Week 12: Reading Notes

User Profiles for Personalized Information Access:

    The amount of information available online is increasing exponentially. While this information is a valuable resource, its sheer volume limits its value. Many research projects and companies are exploring the use of personalized applications that manage this deluge by tailoring the information presented to individual users. These applications all need to gather, and exploit, some information about individuals in order to be effective. This area is broadly called user profiling. This chapter surveys some of the most popular techniques for collecting information about users, representing, and building user profiles. In particular, explicit information techniques are contrasted with implicitly collected user information using browser caches, proxy servers, browser agents, desktop agents, and search logs. We discuss in detail user profiles represented as weighted keywords, semantic networks, and weighted concepts. We review how each of these profiles is constructed and give examples of projects that employ each of these techniques. Finally, a brief discussion of the importance of privacy protection in profiling is presented.

Content-Based Recommendation Systems:

    This chapter discusses content-based recommendation systems, i.e., systems that recommend an item to a user based upon a description of the item and a profile of the user’s interests. Content-based recommendation systems may be used in a variety of domains ranging from recommending web pages, news articles, restaurants, television programs, and items for sale. Although the details of various systems differ, content-based recommendation systems share in common a means for describing the items that may be recommended, a means for creating a profile of the user that describes the types of items the user likes, and a means of comparing items to the user profile to determine what to re commend. The profile is often created and updated automatically in response to feedback on the desirability of items that have been presented to the user.

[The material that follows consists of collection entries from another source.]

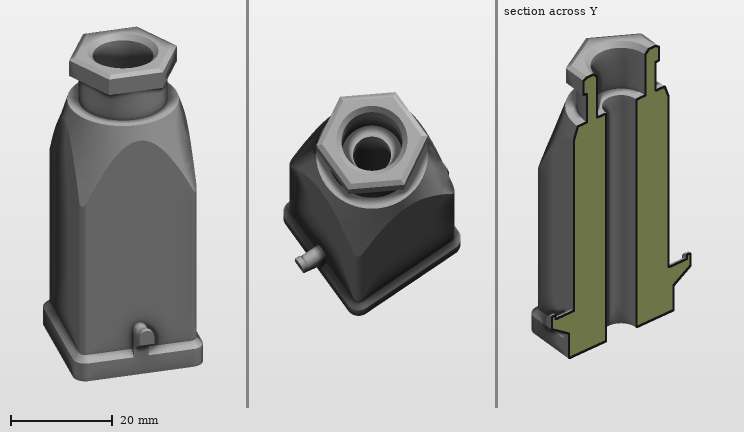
import cadquery as cq
import math

body_width = 24.0
body_top = 55.0
body_corner_radius = 1.25
rim_width = 26.5
rim_step = (rim_width - body_width) / 2
rim_corner_radius = body_corner_radius + rim_step
rim_height = 4.0
rim_top = rim_height + rim_step
shoulder_diameter = 22.0
shoulder_slope = 3.0

neck_diameter = 17.5
hex_across_corners = 22.0
hex_bottom = 61.8
gland_top = 65.8
hex_bevel_width = 1.0
hex_bevel_height = 0.5

bore_diameter = 12.0
bore_chamfer = 1.0
cable_hole_diameter = 7.5

lug_reach = 17.5
lug_width = 3.0
lug_radius = lug_width / 2
lug_pin_axis = 9.5
lug_flange_thickness = 1.0
lug_flange_top = 12.0
lug_tip_bottom = 8.9
lug_foot_top = 6.0


def revolve_about_z(profile):
    """Solid of revolution from a list of (radius, height) points."""
    return cq.Workplane("XZ").polyline(profile).close().revolve(360, (0, 0), (0, 1))


def rounded_square(width, corner_radius, height):
    """Square prism standing on Z = 0 with rounded vertical edges."""
    block = cq.Workplane("XY").rect(width, width).extrude(height)
    return block.edges("|Z").fillet(corner_radius)


def shoulder_envelope():
    """Cone frustum that trims the top of the body, wider than its corners at the bottom."""
    top_radius = shoulder_diameter / 2
    bottom_radius = top_radius + body_top / shoulder_slope
    profile = [(0, 0), (bottom_radius, 0), (top_radius, body_top), (0, body_top)]
    return revolve_about_z(profile)


def make_hood():
    rim = rounded_square(rim_width, rim_corner_radius, rim_top)
    rim = rim.faces(">Z").edges().chamfer(rim_step)
    body = rounded_square(body_width, body_corner_radius, body_top)
    return rim.union(body.intersect(shoulder_envelope()))


def hexagon(level, across_corners):
    """Hexagon sketch with two corners on the Y axis."""
    plane = cq.Workplane("XY", origin=(0, 0, level)).transformed(rotate=(0, 0, 90))
    return plane.polygon(6, across_corners)


def make_gland():
    neck = cq.Workplane("XY", origin=(0, 0, body_top)).circle(neck_diameter / 2)
    neck = neck.extrude(hex_bottom - body_top)
    straight_top = gland_top - hex_bevel_height
    head = hexagon(hex_bottom, hex_across_corners).extrude(straight_top - hex_bottom)
    bevel_angle = math.degrees(math.atan2(hex_bevel_width, hex_bevel_height))
    bevel = hexagon(straight_top, hex_across_corners).extrude(hex_bevel_height, taper=bevel_angle)
    return neck.union(head).union(bevel)


def round_topped_bar(x_start, x_end, arc_center):
    """Bar along X, flat-sided up to arc_center and half-round above it."""
    return (
        cq.Workplane("YZ", origin=(x_start, 0, 0))
        .moveTo(-lug_radius, lug_tip_bottom)
        .lineTo(lug_radius, lug_tip_bottom)
        .lineTo(lug_radius, arc_center)
        .threePointArc((0, arc_center + lug_radius), (-lug_radius, arc_center))
        .close()
        .extrude(x_end - x_start)
    )


def make_lug():
    """Lug on the +X side: pin with an end flange, carried by a sloping web."""
    wall = body_width / 2 - rim_step
    rim_face = rim_width / 2
    flange_inner = lug_reach - lug_flange_thickness
    web = (
        cq.Workplane("XZ")
        .polyline([
            (wall, 0),
            (rim_face, 0),
            (rim_face, lug_foot_top),
            (lug_reach, lug_tip_bottom),
            (lug_reach, lug_pin_axis),
            (wall, lug_pin_axis),
        ])
        .close()
        .extrude(lug_radius, both=True)
    )
    pin = round_topped_bar(wall, flange_inner, lug_pin_axis)
    flange = round_topped_bar(flange_inner, lug_reach, lug_flange_top - lug_radius)
    return web.union(pin).union(flange)


def make_bore():
    """Cable hole through the part, widened from the body top upward and chamfered at the mouth."""
    hole_radius = cable_hole_diameter / 2
    bore_radius = bore_diameter / 2
    profile = [
        (0, 0),
        (hole_radius, 0),
        (hole_radius, body_top),
        (bore_radius, body_top),
        (bore_radius, gland_top - bore_chamfer),
        (bore_radius + bore_chamfer, gland_top),
        (0, gland_top),
    ]
    return revolve_about_z(profile)


lug = make_lug()
solid_part = make_hood().union(make_gland()).union(lug).union(lug.mirror("YZ"))
result = solid_part.cut(make_bore())

Personalized web exploration with task models:

    Personalized Web search has emerged as one of the hottest topics for both the Web industry and academic researchers. However, the majority of studies on personalized search focused on a rather simple type of search, which leaves an important research topic - the personalization in exploratory searches - as an under-studied area. In this paper, we present a study of personalization in task-based information exploration using a system called TaskSieve. TaskSieve is a Web search system that utilizes a relevance feedback based profile, called a "task model", for personalization. Its innovations include flexible and user controlled integration of queries and task models, task-infused text snippet generation, and on-screen visualization of task models. Through an empirical study using human subjects conducting task-based exploration searches, we demonstrate that TaskSieve pushes significantly more relevant documents to the top of search result lists as compared to a traditional search system. TaskSieve helps users select significantly more accurate information for their tasks, allows the users to do so with higher productivity, and is viewed more favorably by subjects under several usability related characteristics.

Week 11: Muddiest Points

1. What is the difference between parallel corpora and comparable corpora?

2. How to solve out-of-vocabulary term problem?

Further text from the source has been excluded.